A technology-assisted review (TAR) process frequently begins with the creation of a control set---a set of documents randomly sampled from the collection, and coded by a human expert for relevance. The control set can then be used to estimate the richness (proportion relevant) of the collection, and also to gauge the effectiveness of a predictive coding (PC) system as training is undertaken. We might also want to use the control set to estimate the completeness of the TAR process as a whole. However, we may run into problems if we attempt to do so.
The reason the control set can be used to estimate the effectiveness of the PC system on the collection is that it is a random sample of that collection. As training proceeds, however, the relevance of some of the documents in the collection will become known through human assessment---even more so if review begins before training is complete (as is often the case). Direct measures of process effectiveness on the control set will fail to take account of the relevant and irrelevant documents already found through human assessment.
A naïve solution to this problem to exclude the already-reviewed documents from the collection; to use the control set to estimate effectiveness only on the remaining documents (the remnant); and then to combine estimated remnant effectiveness with what has been found by manual means. This approach, however, is incorrect: as documents are non-randomly removed from the collection, the control set ceases to be randomly representative of the remnant. In particular, if training (through active learning) or review is prioritized towards easily-found relevant documents, then easily-found relevant documents will become rare in the remnant; the control set will overstate effectiveness on the remnant, and hence will overstate the recall of the TAR process overall. (If training has been performed purely by random sampling, though, and no other review has been undertaken, then this approach is roughly accurate.)
To restore the representativeness of the control set, we need to remove from it the equivalent documents to those that have been removed from the collection by review. There is, however, no general way that of doing this: we can’t in general say which of the control set documents would have been reviewed, had they been part of the collection. There are, it is true, particular cases in which this removal rule can be determined. For instance, if a set of documents were selected for training or review by a keyword query, then the same documents should be excluded from the control set. Even if all documents selections were by similar rules, however, keeping track of all these rules over the course of a TAR process quickly becomes infeasible.
One case in which control set exclusion can be performed is prospectively, based upon a review cutoff decision. If we undertake to review all documents with a certain relevance score or higher (and if all the documents already reviewed are above that relevance score), then the part of the control set with relevance scores below this threshold could be used to estimate the number of relevant documents that would be excluded from the review. We cannot, however, form a statistically valid estimate of the number of relevant documents above this threshold, unless we ignore the evidence of the above-cutoff documents that have already been reviewed. (To see this, consider that the estimated number of relevant documents above the threshold might be less than the number we had already seen in review.) We also have no principled way of handling any reviewed documents that happen to fall below the threshold, except to make worst-case assumptions (in particular, to exclude such documents in estimating recall).

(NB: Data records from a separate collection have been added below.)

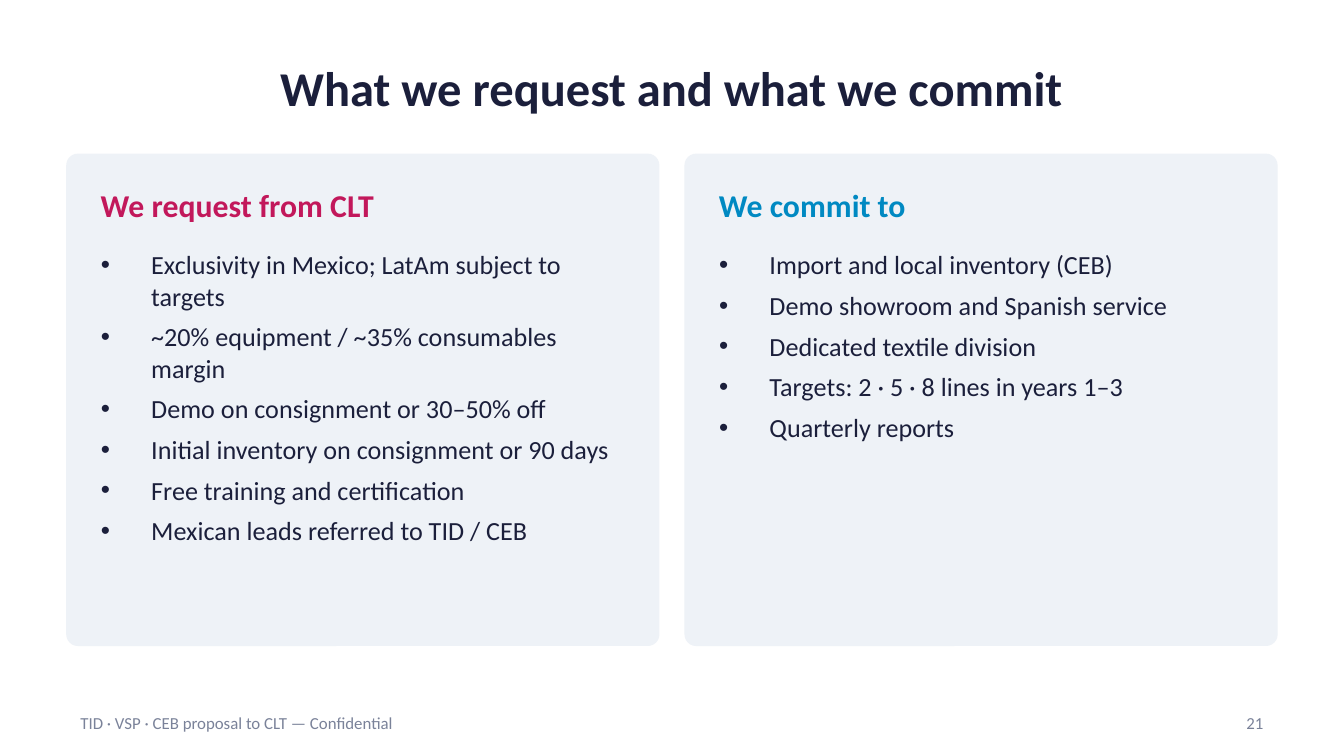
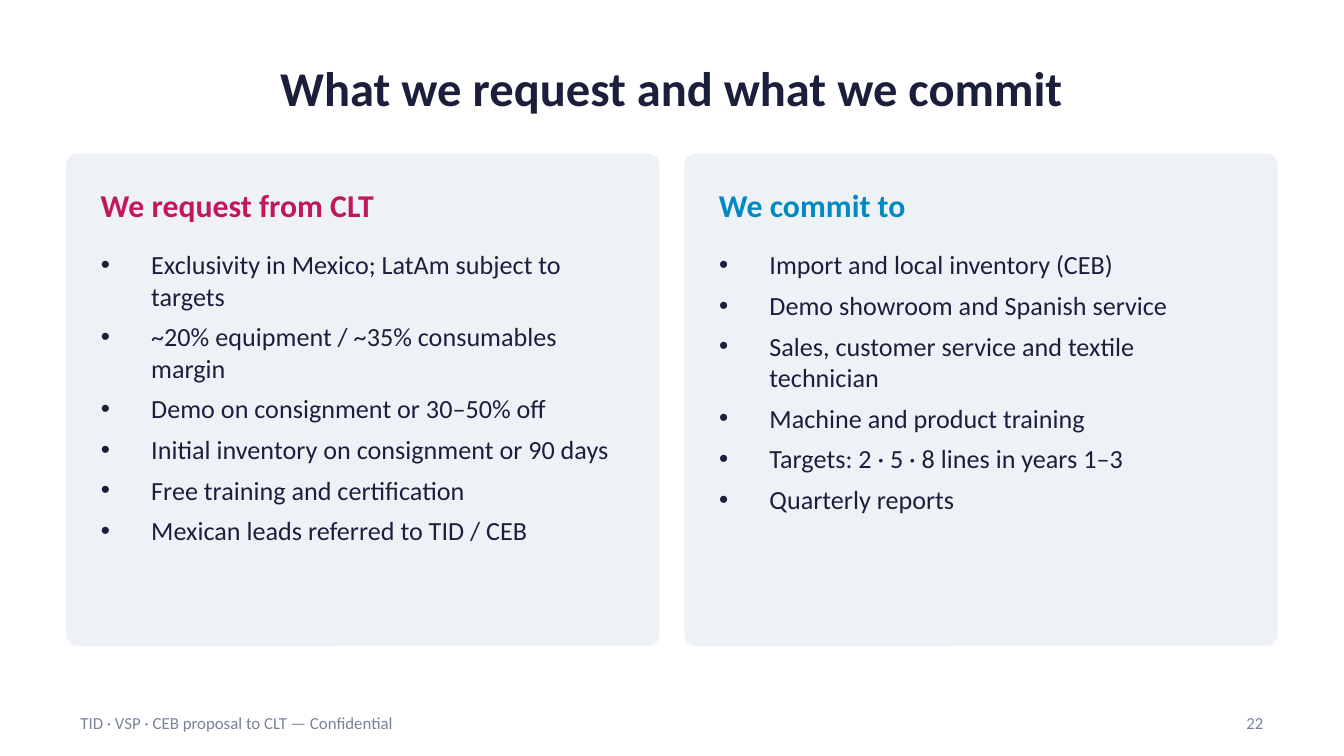
Before and after one commit to carlosmoreno793508/Cosas-Carlos, a slide deck: slide 22 of propuesta-clt/CLT_Proposal_Presentation_EN.pptx (slide 21 before the commit). Drawn at 1344x756 pixels with LibreOffice and Linux fonts; fonts in the diff are those of the drawing. Boxes give left, top, right and bottom in pixels: in the first picture for what was removed or moved away, otherwise in the second. Text is boxed around its words. In the diff, an @@ line names an element or a change of style, - is before the commit and + after.

```diff
--- a/propuesta-clt/CLT_Proposal_Presentation_EN.pptx
+++ b/propuesta-clt/CLT_Proposal_Presentation_EN.pptx
@@ text at (769,338,1134,433): text changed @@
-• Dedicated textile division
+• Sales, customer service and textile technician
+• Machine and product training
@@ page number at (1246,718,1263,729): text changed @@
-21
+22
```
Also in this commit, not shown: 3 other slides changed, 1 slide added, 7 other files.

The above points do not mean that control sets are not useful in guiding decisions about a TAR process, including the important decision of when to stop training and how much further review might be required. However, care must be taken in deriving guidance from control sets in the presence of training and review, and even then the resulting estimates should be recognized as not being statistically valid ones (that is, not strictly justified by sampling theory). In particular, practitioners should be wary about the use of control sets to certify the completeness of a production---besides the sequential testing bias inherent in repeated testing against the one control set, and the fact that control set relevance judgments are made in the relative ignorance of the beginning of the TAR process. A separate certification sample should be preferred for making final assessments of production completeness.